VELENOSI, ANIMALI

Enciclopedia Italiana - I Appendice (1938)

VELENOSI, ANIMALI

Silvio RANZI
Luciana ARA

. Gli animali velenosi sono capaci di elaborare sostanze tossiche (v. veleni, XXXV, p. 22). Questi veleni possono essere prodotti in svariate parti dell'organismo, come: sangue, muscolatura, fegato o ghiandole specializzate per questa funzione (ghiandole velenose). Vi sono animali nei quali i veleni restano nel corpo senza venir versati all'esterno, e animali che versano all'esterno il loro veleno, che così acquista una netta funzione nei rapporti tra animale velenoso e ambiente biologico nel quale esso vive (nemici, preda). I veleni formati in corpo a un organismo dànno abitualmente a tutto il metabolismo di questo un aspetto particolare, così a volte i veleni tendono ad accumularsi in organi diversi da quelli nei quali vengono prodotti. Tale è il caso delle gonadi, onde le uova di molti animali velenosi (per es., Artropodi) riescono tossiche. Come ogni altra funzione biologica, l'elaborazione del veleno si presenta con intensità diversa nei diversi momenti dell'anno; onde il fatto ben noto che molti animali velenosi in determinate stagioni, lo sono meno in altre.

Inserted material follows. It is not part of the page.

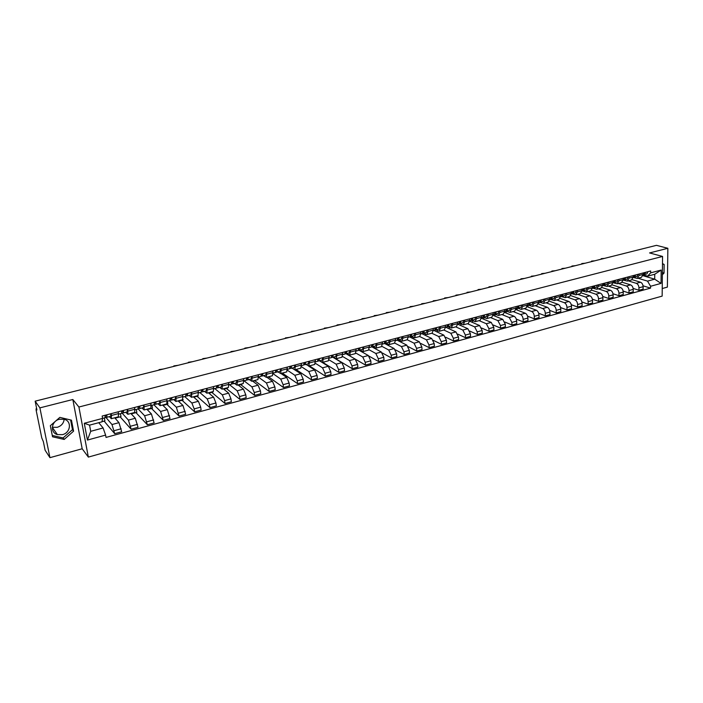 <?xml version="1.0" encoding="UTF-8"?>
<svg xmlns="http://www.w3.org/2000/svg" width="703" height="703" viewBox="0 0 703 703"><rect width="100%" height="100%" fill="white"/><g stroke="black" fill="none" stroke-linecap="round" stroke-linejoin="round"><path stroke-width="1.05" d="M64.175 419.252C63.709 423.25 61.389 425.948 57.207 427.327L52.303 427.275M62.444 434.647L57.391 434.595C49.764 432.635 51.284 421 59.43 419.252L64.307 419.287C72.04 421.176 70.599 432.837 62.444 434.647M662.226 288.529L667.384 287.105L667.85 248.291L656.461 245.338L35.15 401.167L39.895 407.872L49.939 457.662L82.189 448.76L88.341 457.099L662.147 296.121L662.56 256.446L78.912 407.028L72.831 399.506L39.895 407.872M49.939 457.662L45.106 450.236L43.366 441.669L41.767 437.899L36.143 410.227L36.073 408.812L36.67 408.663M667.85 248.291L649.572 252.939L662.56 256.446M36.697 408.803L36.213 408.926L36.934 409.972L35.15 401.167M105.802 417.292L111.988 424.542L114.703 433.681L121.689 431.774L118.974 422.661L114.712 417.793M111.382 418.689L118.35 416.826L118.499 413.592L111.461 415.455L111.338 418.698L109.334 416.624M111.461 415.455L111.144 413.672M102.014 421.686L104.905 420.912L104.369 417.942M104.123 421.115L114.703 433.681M118.499 413.592L118.183 411.809M121.927 412.933L128.421 420.113L131.136 429.181L138.025 427.301L135.301 418.259L130.89 413.487M127.718 409.287L127.841 414.295L125.749 412.266M115.064 418.197L120.978 416.624L120.459 413.672M120.151 416.844L131.136 429.181M127.884 414.287L134.748 412.45L134.66 407.45M138.139 408.953L144.625 415.754L147.34 424.753L154.124 422.898L151.409 413.926L146.83 409.234M144.053 404.963L144.097 409.963L141.936 407.968M131.25 413.874L136.83 412.389L136.329 409.454M135.951 412.626L147.34 424.753M144.15 409.946L150.908 408.144L150.899 403.153M153.904 404.787L160.6 411.448L163.316 420.385L170.012 418.549L167.288 409.647L162.56 405.033M160.161 400.701L160.135 405.684L157.894 403.733M147.208 409.621L152.463 408.215L151.98 405.297M151.532 408.461L163.316 420.385M160.179 405.666L166.848 403.891L166.91 398.917M169.441 400.657L176.348 407.204L179.072 416.071L185.671 414.269L182.947 405.429L178.07 400.903M176.04 396.51L175.943 401.466L173.623 399.55M162.947 405.42L167.885 404.102L167.419 401.193M166.91 404.357L179.072 416.071M175.996 401.457L182.56 399.699L182.692 394.743M184.766 396.589L191.884 403.021L194.169 408.909L194.599 411.826L201.111 410.042L200.68 407.134L198.387 401.272L193.369 396.817M191.699 392.362L191.532 397.309L189.142 395.429M178.474 401.272L183.096 400.042L182.965 399.216M182.077 400.315L194.599 411.826M191.585 397.292L198.061 395.569L198.264 390.631M199.88 392.573L207.2 398.9L209.503 404.735L209.925 407.635L216.339 405.877L215.926 402.986L213.615 397.169L208.457 392.792M207.139 388.284L206.902 393.205L204.441 391.369M193.782 397.186L198.097 396.035L198.035 395.578M197.042 396.316L209.925 407.635M206.963 393.197L213.343 391.492L213.607 386.571M214.793 388.618L222.306 394.831L224.635 400.613L225.03 403.496L231.357 401.764L230.971 398.891L228.642 393.126L223.343 388.829M222.368 384.251L222.069 389.163L219.538 387.362M208.879 393.162L212.912 392.081L212.842 391.624M211.805 392.379L225.03 403.496M222.13 389.146L228.422 387.467L228.747 382.564M229.512 384.708L237.21 390.815L239.556 396.554L239.934 399.418L246.182 397.713L245.804 394.849L243.458 389.137L238.027 384.91M237.386 380.279L237.025 385.174L234.424 383.407M223.782 389.181L227.517 388.179L227.456 387.731M226.375 388.487L239.934 399.418M237.087 385.165L243.291 383.504L243.677 378.618M244.029 380.85L251.911 386.861L254.275 392.546L254.635 395.394L260.795 393.715L260.444 390.868L258.08 385.2L252.526 381.044M252.201 376.36L251.779 381.246L249.117 379.506M238.484 385.262L241.937 384.339L241.876 383.882M240.76 384.646L254.635 395.394M251.841 381.228L257.966 379.594L258.414 374.717M258.695 377.3L266.419 382.95L268.792 388.592L269.144 391.43L275.224 389.77L274.882 386.931L272.5 381.316L266.824 377.23M266.824 372.493L266.34 377.362L263.607 375.657M261.683 374.268L261.261 373.961L260.98 376.351L258.678 376.957M252.983 381.386L256.112 380.086M254.952 380.859L269.144 391.43M266.402 377.344L272.439 375.736L272.94 370.876M273.221 373.803L280.734 379.093L283.124 384.69L283.458 387.511L289.451 385.868L289.126 383.056L286.736 377.485L280.936 373.469M281.235 368.68L280.699 373.53L277.905 371.861M267.298 377.564L270.163 376.342M268.959 377.124L283.458 387.511M280.761 373.513L286.719 371.922L287.281 367.08M287.518 370.314L294.856 375.297L297.264 380.841L297.58 383.645L303.503 382.028L303.186 379.233L300.779 373.697L292.017 368.108M295.471 364.919L294.873 369.752M281.42 373.794L284.03 372.643M282.782 373.434L297.58 383.645M294.935 369.734L300.805 368.17L301.429 363.346M301.613 366.834L308.802 371.536L311.218 377.045L311.517 379.84L317.361 378.24L317.062 375.455L314.636 369.963L308.476 365.991M309.505 361.21L308.854 366.017L305.946 364.409M295.357 370.077L297.712 368.987M296.438 369.787L311.517 379.84M308.925 365.999L314.716 364.462L315.392 359.646M315.498 363.381L322.554 367.836L324.988 373.293L325.269 376.07L331.034 374.497L330.762 371.72L328.319 366.281L319.522 360.806M323.362 357.537L322.659 362.344L319.689 360.762M309.118 366.404L311.227 365.384M309.909 366.193L325.269 376.07M322.73 362.317L328.442 360.797L329.171 356.008M329.189 359.936L336.131 364.18L338.574 369.593L338.846 372.362L344.54 370.797L344.277 368.047L341.825 362.643L332.871 357.256M337.036 353.925L336.28 358.706L333.257 357.159M322.695 362.783L324.575 361.825M323.222 362.643L338.846 372.362M336.35 358.688L341.983 357.186L342.765 352.405M342.677 356.518L349.54 360.569L351.992 365.947L352.256 368.688L357.871 367.151L357.616 364.409L355.156 359.057L346.025 353.741M350.533 350.358L349.725 355.12L346.649 353.6M336.104 359.198L337.748 358.319M336.359 359.136L352.256 368.688M349.795 355.103L355.358 353.618L356.193 348.855M355.982 353.126L362.766 357.001L365.235 362.335L365.481 365.068L371.026 363.556L370.789 360.824L368.319 355.507L358.996 350.252M363.855 346.834L362.994 351.579L359.874 350.085M349.338 355.665L350.762 354.848M355.243 359.11L365.481 365.068M363.073 351.562L368.565 350.094L369.435 345.358M369.084 349.751L375.833 353.486L378.311 358.776L378.548 361.5L384.023 359.998L383.794 357.282L381.307 352.01L371.799 346.816M377.001 343.354L376.105 348.09L372.933 346.623M362.405 352.177L363.609 351.421M369.031 356.131L378.548 361.5M376.184 348.064L381.597 346.623L382.52 341.895M382.01 346.403L388.733 350.015L391.219 355.261L391.439 357.968L396.844 356.491L396.633 353.794L394.137 348.556L384.55 343.477M389.989 339.918L390.121 341.526L389.04 344.637L385.824 343.196L388.697 342.431L389.198 340.129M375.314 348.732L376.298 348.038M382.309 352.976L391.439 357.968M389.119 344.611L394.462 343.187L395.561 340.085L395.438 338.477M394.743 343.082L401.466 346.579L403.97 351.79L404.172 354.488L409.515 353.029L409.313 350.34L406.809 345.147L397.16 340.19L397.678 337.888M402.81 336.526L402.933 338.125L401.817 341.227L398.548 339.821L399.067 337.519M388.056 345.331L388.829 344.655M395.35 349.804L404.172 354.488M401.896 341.21L407.169 339.804L408.302 336.702L408.188 335.103M407.274 339.769L414.049 343.196L416.563 348.363L416.747 351.043L422.02 349.602L421.835 346.93L419.322 341.772L409.55 336.895M415.473 333.178L415.587 334.769L414.427 337.862L411.106 336.473M400.648 341.974L401.193 341.166M408.188 346.632L416.747 351.043M414.515 337.844L419.717 336.456L420.886 333.363L420.781 331.772M419.612 336.482L426.466 339.848L428.988 344.98L429.173 347.651L434.375 346.219L434.199 343.565L431.677 338.451L421.782 333.644M427.969 329.874L428.074 331.456L426.888 334.54L423.505 333.169M413.074 338.653L413.408 337.616M420.842 343.477L429.173 347.651M426.976 334.523L432.117 333.152L433.32 330.067L433.215 328.486M431.8 333.231L438.734 336.544L441.264 341.64L441.44 344.294L446.581 342.888L446.414 340.234L443.883 335.164L433.874 330.436M440.315 326.605L440.421 328.187L439.19 331.262L435.755 329.909M425.359 335.384L425.473 334.118M433.32 340.34L441.44 344.294M439.278 331.236L444.349 329.883L445.588 326.807L445.491 325.234M443.83 330.023L450.86 333.284L453.4 338.336L453.549 340.973L458.637 339.584L458.479 336.957L455.939 331.913L445.816 327.264M452.512 323.38L452.6 324.953L451.344 328.02L447.855 326.684M437.494 332.141L437.398 330.674M445.64 337.229L453.549 340.973M451.431 327.993L456.44 326.658L457.715 323.591L457.627 322.027M455.729 326.851L462.829 330.059L465.377 335.076L465.518 337.704L470.544 336.333L470.404 333.714L467.846 328.705L457.723 324.188M464.56 320.199L464.639 321.754L463.347 324.821L459.806 323.503M449.279 328.855L449.182 327.29M457.785 334.136L465.518 337.704M463.444 324.795L468.383 323.477L469.692 320.419L469.604 318.863M467.477 323.714L474.657 326.877L477.214 331.86L477.346 334.47L482.302 333.108L482.17 330.507L479.613 325.542L469.683 321.218M476.449 317.053L476.537 318.6L475.21 321.658L471.616 320.357M460.922 325.612L460.834 323.96M469.78 331.078L477.346 334.47M475.298 321.631L480.184 320.331L481.52 317.281L481.441 315.726M479.086 320.621L486.335 323.731L488.901 328.67L489.024 331.271L493.928 329.935L493.805 327.334L491.239 322.405L481.493 318.274M488.207 313.942L488.277 315.489L486.924 318.529L483.286 317.255M472.442 322.413L472.346 320.673M481.625 328.037L489.024 331.271M487.021 318.503L491.845 317.22L493.207 314.179L493.137 312.633M490.562 317.563L497.882 320.621L500.457 325.533L500.562 328.116L505.404 326.79L505.299 324.206L502.724 319.311L493.146 315.357M499.815 310.867L499.886 312.404L498.506 315.445L494.815 314.188M483.813 319.259L483.726 317.44M493.321 325.023L500.562 328.116M498.594 315.419L503.357 314.144L504.754 311.113L504.692 309.584M501.898 314.54L509.288 317.545L511.872 322.422L511.969 324.997L516.758 323.688L516.661 321.122C516.415 318.705 515.563 317.088 514.078 316.253L504.649 312.466M511.292 307.835L511.353 309.364L509.939 312.396L506.204 311.157M495.061 316.148L494.982 314.259M504.868 322.044L511.969 324.997M510.035 312.369L514.737 311.113L516.16 308.09L516.107 306.561M513.102 311.552L520.563 314.513C522.057 315.331 522.918 316.948 523.146 319.355L523.243 321.912L527.971 320.621L527.883 318.064C527.645 315.665 526.784 314.056 525.29 313.239L516.011 309.592M522.628 304.838L522.68 306.359L521.239 309.382L517.478 308.16M506.186 313.081L506.107 311.192M516.274 319.083L523.243 321.912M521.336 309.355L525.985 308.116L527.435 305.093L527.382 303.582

Si possono distinguere due gruppi principali di animali velenosi: animali velenosi periodicamente o durante tutta la loro vita, e animali che possono diventarlo accidentalmente in speciali condizioni biologiche o dopo la morte. Al primo gruppo appartengono sia animali nei quali le capacità velenose si possono associare a strutture organiche bene stabilite, sia animali che presentano generali proprietà tossiche non riferibili a nessuna precisa particolarità strutturale.

Possiamo con E. Pawlowsky distinguere tre sorta di animali con veleno in rapporto a particolari strutture: gli animali urticanti, gli animali con ghiandole velenose e gli animali che avendo un sangue velenoso sono in grado di spruzzarlo.

Gli animali urticanti sono i Protozoi ciliati e i Celenterati. Sotto la cuticola e nello spessore di essa i Ciliati posseggono bastoncini rifrangenti (tricocisti) che possono venir lanciati contro la preda o i nemici. I tricocisti proiettati con forza fuori del corpo dell'animale si estendono raggiungendo dimensioni pari a 10 volte quelle che hanno prima di essere lanciati. Poco sappiamo circa la natura del veleno, salvo il fatto che i tricocisti sembrano dotati del potere di paralizzare la preda.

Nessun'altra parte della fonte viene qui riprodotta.